You get a boarding pass on this one. 

Dave


----------



## rickandcindy23 (Feb 14, 2019)

DaveNW said:


> You get a boarding pass on this one.
> 
> Dave


Yes, that's true.   I keep waiting for the announcement, so I am just such a nerd.  I wouldn't fly SW to Hawaii with no first class, and according to Kurt (Pigsdad), there will be no such thing as business class.  I shouldn't read all of those Points Guy bloviators.


----------



## TheHolleys87 (Feb 15, 2019)

I’m watching eagerly too. Our son and DiL are “booked” to use one of our Kona Coast weeks in December, and they most certainly could use a reduction in airfare for their family of five!


----------



## Luanne (Feb 15, 2019)

TheHolleys87 said:


> I’m watching eagerly too. Our son and DiL are “booked” to use one of our Kona Coast weeks in December, and they most certainly could use a reduction in airfare for their family of five!


Southwest is only booking out to September at this time so your family has a bit of time.


----------



## rickandcindy23 (Feb 15, 2019)

So no announcement yesterday, on LUV day.  Well, I was so sure it would be announced on 2/14.


----------



## BDMX2 (Feb 15, 2019)

rickandcindy23 said:


> So no announcement yesterday, on LUV day.  Well, I was so sure it would be announced on 2/14.



Yeah, I wanted to believe it, but no such luck.  I'm hopeful it will just be a matter of a week or so...reading this article is leading me to believe it could be very soon: https://www.bizjournals.com/dallas/news/2019/02/14/southwest-airlines-hawaii-flights.html


----------



## controller1 (Feb 15, 2019)

rickandcindy23 said:


> Yes, that's true.   I keep waiting for the announcement, so I am just such a nerd.  I wouldn't fly SW to Hawaii with no first class, and according to Kurt (Pigsdad), there will be no such thing as business class.  I shouldn't read all of those Points Guy bloviators.



Yep, since Southwest did not change their business model when they started flying internationally, I don't expect them to do so when they start Hawaii.
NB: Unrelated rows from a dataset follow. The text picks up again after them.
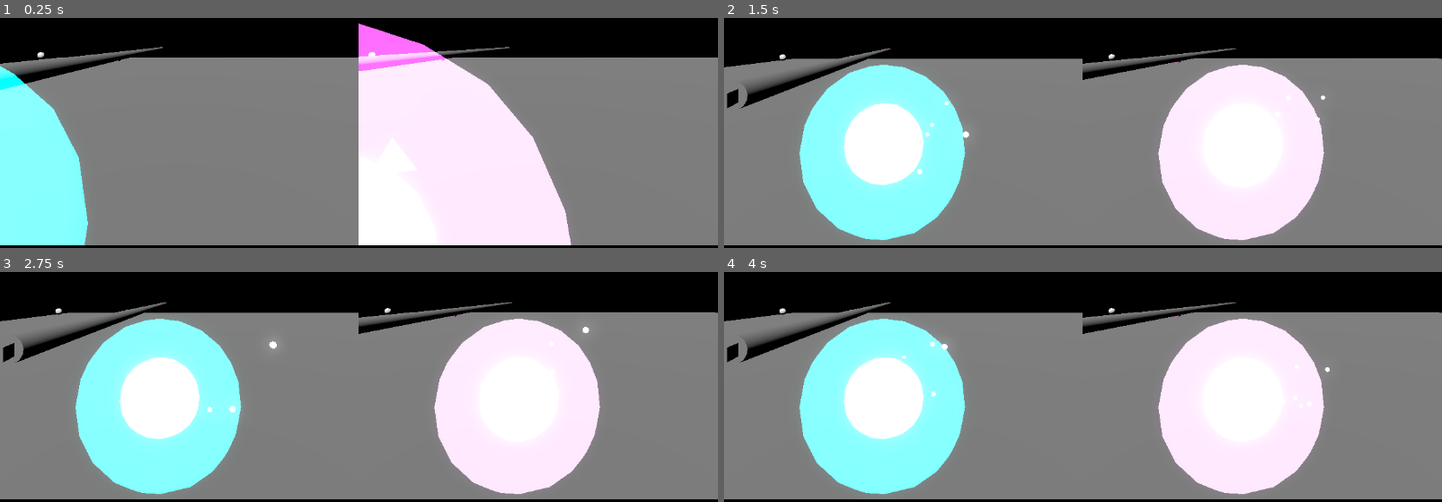
Above: before the commit, frames 1-4 (two rows, left to right).
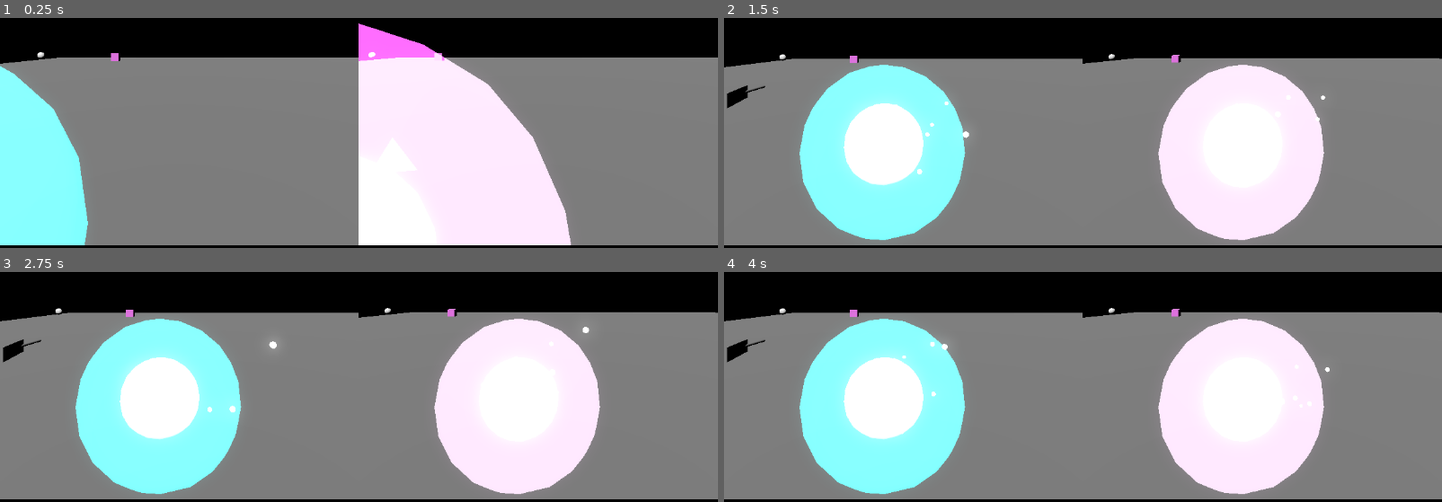
Above: after the commit, the same moments.

Repository: Tutita-Dev/fragmented-soul
Game: Godot game, scene res://scenes/Test/TestLevel.tscn
Two runs of this game, one before a commit and one after it. Both use one fixed random seed, a clock stepped at 60 frames per second and the inputs below.
Inputs:
- Up to frame 1 (0.25 s): no input
- Up to frame 2 (1.5 s): tap Enter at 0.5 s
- Up to frame 3 (2.75 s): tap Space at 2 s
- Up to frame 4 (4 s): no input

The runs differ from the first frame. In frame 1, 1.8% of the frame differs, in the area x 0-71%, y 12-32%; in frame 2, 1.8%; in frame 3, 1.8%; in frame 4, 1.8%.

Commit message:
Add Gizmos to Fragment and change name of camera_ring to camera_rig

Diff:
--- a/scenes/player/camera_ring.tscn
+++ b/scenes/player/camera_ring.tscn
@@ -1,9 +1,9 @@
 [gd_scene format=3 uid="uid://dw5s48w6se2m5"]
 
 [ext_resource type="Script" uid="uid://k2sg7uinh4hb" path="res://scripts/player/camera_follow.gd" id="1_iurfe"]
-[ext_resource type="Script" uid="uid://cp581yb1ymw1y" path="res://scripts/player/camera_ring.gd" id="1_ndgra"]
+[ext_resource type="Script" uid="uid://cp581yb1ymw1y" path="res://scripts/player/camera_rig.gd" id="1_ndgra"]
 
-[node name="CameraRing" type="Node" unique_id=171515326]
+[node name="CameraRig" type="Node" unique_id=171515326]
 script = ExtResource("1_ndgra")
 
 [node name="HBoxContainer" type="HBoxContainer" parent="." unique_id=1391508480]
--- a/scripts/light/light_system.gd
+++ b/scripts/light/light_system.gd
@@ -3,9 +3,17 @@
 
 const FRAGMENT_MASK := 2  # bit de Layer 2 (fragmentos + receptor)
 const MAX_BOUNCES := 8
-const MAX_RAY_DISTANCE := 100.0
+const MAX_RAY_DISTANCE := 100.0  # alcance real del raycast, no tocar por escala de nivel
 
 @export var emitter: Node3D  # asignar en el inspector, el nodo del light_emitter
+
+# Largo VISUAL de un rayo que no choca con nada. Deliberadamente chico y
+# desacoplado de MAX_RAY_DISTANCE (que sigue siendo 100 para la detección
+# real). Un segmento largo, visto desde una cámara muy cerca de su origen
+# y casi alineada con su dirección, siempre se va a ver como una cuña por
+# perspectiva pura — no hay largo "correcto" universal, así que se ajusta
+# chico para esta escala de nivel. Tunear por nivel si hace falta.
+@export var miss_beam_length: float = 2.0
 
 var beam_pool: Array[MeshInstance3D] = []
 var _needs_retrace := true
@@ -50,7 +58,7 @@
 	var result := space_state.intersect_ray(query)
 
 	if result.is_empty():
-		out_segments.append({"from": origin, "to": origin + direction.normalized() * MAX_RAY_DISTANCE})
+		out_segments.append({"from": origin, "to": origin + direction.normalized() * miss_beam_length})
 		return
 
 	out_segments.append({"from": origin, "to": result.position})
@@ -76,7 +84,11 @@
 func _render_beams(segments: Array[Dictionary]) -> void:
 	while beam_pool.size() < segments.size():
 		var mesh := MeshInstance3D.new()
-		mesh.mesh = CylinderMesh.new()
+		var cyl := CylinderMesh.new()
+		cyl.top_radius = 0.05  # grosor placeholder; reemplazar en B8 con arte/shader real
+		cyl.bottom_radius = 0.05
+		cyl.height = 2.0
+		mesh.mesh = cyl
 		add_child(mesh)
 		beam_pool.append(mesh)
 
@@ -95,7 +107,18 @@
 	if dist < 0.001:
 		beam.visible = false
 		return
+	var dir := (to - from) / dist  # normalizado, dist ya calculado arriba
+
+	# look_at() queda indeterminado (transform degenerado -> mesh deformado/
+	# gigante) cuando la dirección del beam es casi paralela al vector "up"
+	# que se le pasa. Con rayos que rebotan casi verticales (normal de un
+	# fragmento apuntando hacia arriba, por ejemplo) esto pasa seguido.
+	# Fallback: si dir está casi alineada con UP, usar RIGHT como referencia.
+	var up_ref := Vector3.UP
+	if absf(dir.dot(Vector3.UP)) > 0.99:
+		up_ref = Vector3.RIGHT
+
 	beam.global_position = mid
-	beam.look_at(to, Vector3.UP)
+	beam.look_at(to, up_ref)
 	beam.rotate_object_local(Vector3.RIGHT, PI / 2.0)
 	beam.scale.y = dist / 2.0
--- a/scripts/mirror/fragment.gd
+++ b/scripts/mirror/fragment.gd
@@ -1,18 +1,62 @@
 # scripts/mirror/fragment.gd
+@tool
 class_name Fragment
 extends Node3D
 
-@export var can_translate: bool = false
-@export var translate_range: float = 2.0
+@export var can_translate: bool = false:
+	set(value):
+		can_translate = value
+		_update_range_gizmo()
+
+@export var translate_range: float = 2.0:
+	set(value):
+		translate_range = value
+		_update_range_gizmo()
+
 @export var behavior: ReflectionBehavior
 
 var origin_position: Vector3
+var _range_gizmo: MeshInstance3D
 
 func _ready() -> void:
 	origin_position = position
+	_update_range_gizmo()
 
 func translate_on_axis(axis_index: int, delta_amount: float) -> void:
 	var new_val := position[axis_index] + delta_amount
 	var min_val := origin_position[axis_index] - translate_range
 	var max_val := origin_position[axis_index] + translate_range
 	position[axis_index] = clamp(new_val, min_val, max_val)
+
+# --- Gizmo de rango (solo editor, B5 paso 4) ---
+
+func _update_range_gizmo() -> void:
+	if not Engine.is_editor_hint():
+		return
+	if not can_translate:
+		if _range_gizmo:
+			_range_gizmo.visible = false
+		return
+	if not _range_gizmo:
+		_range_gizmo = MeshInstance3D.new()
+		_range_gizmo.mesh = ImmediateMesh.new()
+		var mat := StandardMaterial3D.new()
+		mat.albedo_color = Color(1.0, 1.0, 0.0, 0.6)
+		mat.shading_mode = BaseMaterial3D.SHADING_MODE_UNSHADED
+		mat.transparency = BaseMaterial3D.TRANSPARENCY_ALPHA
+		_range_gizmo.material_override = mat
+		add_child(_range_gizmo)
+		if Engine.is_editor_hint():
+			_range_gizmo.owner = null # no se guarda en la escena
+
+	_range_gizmo.visible = true
+	var mesh: ImmediateMesh = _range_gizmo.mesh
+	mesh.clear_surfaces()
+	mesh.surface_begin(Mesh.PRIMITIVE_LINES)
+	# Eje X (P1)
+	mesh.surface_add_vertex(Vector3(-translate_range, 0, 0))
+	mesh.surface_add_vertex(Vector3(translate_range, 0, 0))
+	# Eje Z (P2)
+	mesh.surface_add_vertex(Vector3(0, 0, -translate_range))
+	mesh.surface_add_vertex(Vector3(0, 0, translate_range))
+	mesh.surface_end()
Renamed: scripts/player/camera_ring.gd -> scripts/player/camera_rig.gd
Renamed: scripts/player/camera_ring.gd.uid -> scripts/player/camera_rig.gd.uid

But I'm with you. Southwest is not in my plans. We've been fortunate enough to fly First Class every time to Hawaii and I don't plan on moving to coach anytime soon.  I like that 8 1/2 hours of comfortable seating from DFW>OGG and the return.


----------



## rickandcindy23 (Feb 15, 2019)

controller1 said:


> Yep, since Southwest did not change their business model when they started flying internationally, I don't expect them to do so when they start Hawaii.
> 
> But I'm with you. Southwest is not in my plans. We've been fortunate enough to fly First Class every time to Hawaii and I don't plan on moving to coach anytime soon.  I like that 8 1/2 hours of comfortable seating from DFW>OGG and the return.


Oh, yes, the first-class seating is wonderful.  We just happened to luck into lie-flat seats on a United flight out of SFO next Friday.  The original plan was a flight one hour later out of SFO, but United adjusted our flight to  the 9 AM one, and I was upset, called United and said, "I don't want to move from the flight we were on."  The woman who answered the call said they cancelled that particular flight we booked, but we definitely should keep what we assigned to because we are booked on the flight with lie-flat seats.  Oh, yeah!  

I love Alaska, but they couldn't beat United's price on this particular day and time.  

Now I hope I don't get to where I have to fly in lie-flat first-class seats.


----------



## taterhed (Feb 15, 2019)

Southwest is in-fact debating revenue options....that's what started the blogs wagging....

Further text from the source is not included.